Data extract Start Marker

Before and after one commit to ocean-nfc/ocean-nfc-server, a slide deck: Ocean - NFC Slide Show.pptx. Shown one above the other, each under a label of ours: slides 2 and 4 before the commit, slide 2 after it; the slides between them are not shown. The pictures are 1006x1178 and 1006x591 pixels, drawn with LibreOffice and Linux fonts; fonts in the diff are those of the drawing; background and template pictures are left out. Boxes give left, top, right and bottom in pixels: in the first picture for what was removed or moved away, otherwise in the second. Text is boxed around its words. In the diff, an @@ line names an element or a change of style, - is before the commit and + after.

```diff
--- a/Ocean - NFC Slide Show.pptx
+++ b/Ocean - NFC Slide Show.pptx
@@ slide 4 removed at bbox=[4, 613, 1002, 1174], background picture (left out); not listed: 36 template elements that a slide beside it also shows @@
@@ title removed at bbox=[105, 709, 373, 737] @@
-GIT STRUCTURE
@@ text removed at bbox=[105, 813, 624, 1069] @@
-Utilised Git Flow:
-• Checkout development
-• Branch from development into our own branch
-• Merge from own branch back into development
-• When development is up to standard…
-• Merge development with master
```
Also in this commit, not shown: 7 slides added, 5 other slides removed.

Data extract End Marker
Data extract Start Marker

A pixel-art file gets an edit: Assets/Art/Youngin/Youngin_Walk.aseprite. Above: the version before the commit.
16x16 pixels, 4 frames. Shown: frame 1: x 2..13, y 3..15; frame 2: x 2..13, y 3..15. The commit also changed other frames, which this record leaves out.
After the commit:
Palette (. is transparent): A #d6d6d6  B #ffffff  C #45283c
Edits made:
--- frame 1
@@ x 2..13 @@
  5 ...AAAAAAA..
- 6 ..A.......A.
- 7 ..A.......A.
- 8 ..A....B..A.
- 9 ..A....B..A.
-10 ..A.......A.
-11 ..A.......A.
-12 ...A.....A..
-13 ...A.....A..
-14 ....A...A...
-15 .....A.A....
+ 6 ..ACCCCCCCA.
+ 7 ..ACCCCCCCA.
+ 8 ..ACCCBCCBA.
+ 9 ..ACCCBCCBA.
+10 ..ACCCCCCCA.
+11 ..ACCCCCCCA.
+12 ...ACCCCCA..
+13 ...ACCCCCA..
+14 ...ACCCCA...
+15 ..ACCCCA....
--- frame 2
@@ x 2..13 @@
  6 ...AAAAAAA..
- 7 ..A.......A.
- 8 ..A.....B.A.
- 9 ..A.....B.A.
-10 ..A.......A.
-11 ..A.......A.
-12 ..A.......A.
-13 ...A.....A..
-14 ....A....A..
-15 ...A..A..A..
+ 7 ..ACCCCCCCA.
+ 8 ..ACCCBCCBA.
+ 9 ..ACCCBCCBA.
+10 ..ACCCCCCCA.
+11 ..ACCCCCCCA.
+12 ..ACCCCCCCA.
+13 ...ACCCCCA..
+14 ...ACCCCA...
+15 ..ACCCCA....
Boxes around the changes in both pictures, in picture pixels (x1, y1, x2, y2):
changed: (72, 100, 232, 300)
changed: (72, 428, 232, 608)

Data extract End Marker

Task brief
Return, unchanged, the run of lines above that opens with the line containing "--- frame 1" and closes with the line containing "changed: (72, 428, 232, 608)". Include both.

Written answer
--- frame 1
@@ x 2..13 @@
  5 ...AAAAAAA..
- 6 ..A.......A.
- 7 ..A.......A.
- 8 ..A....B..A.
- 9 ..A....B..A.
-10 ..A.......A.
-11 ..A.......A.
-12 ...A.....A..
-13 ...A.....A..
-14 ....A...A...
-15 .....A.A....
+ 6 ..ACCCCCCCA.
+ 7 ..ACCCCCCCA.
+ 8 ..ACCCBCCBA.
+ 9 ..ACCCBCCBA.
+10 ..ACCCCCCCA.
+11 ..ACCCCCCCA.
+12 ...ACCCCCA..
+13 ...ACCCCCA..
+14 ...ACCCCA...
+15 ..ACCCCA....
--- frame 2
@@ x 2..13 @@
  6 ...AAAAAAA..
- 7 ..A.......A.
- 8 ..A.....B.A.
- 9 ..A.....B.A.
-10 ..A.......A.
-11 ..A.......A.
-12 ..A.......A.
-13 ...A.....A..
-14 ....A....A..
-15 ...A..A..A..
+ 7 ..ACCCCCCCA.
+ 8 ..ACCCBCCBA.
+ 9 ..ACCCBCCBA.
+10 ..ACCCCCCCA.
+11 ..ACCCCCCCA.
+12 ..ACCCCCCCA.
+13 ...ACCCCCA..
+14 ...ACCCCA...
+15 ..ACCCCA....
Boxes around the changes in both pictures, in picture pixels (x1, y1, x2, y2):
changed: (72, 100, 232, 300)
changed: (72, 428, 232, 608)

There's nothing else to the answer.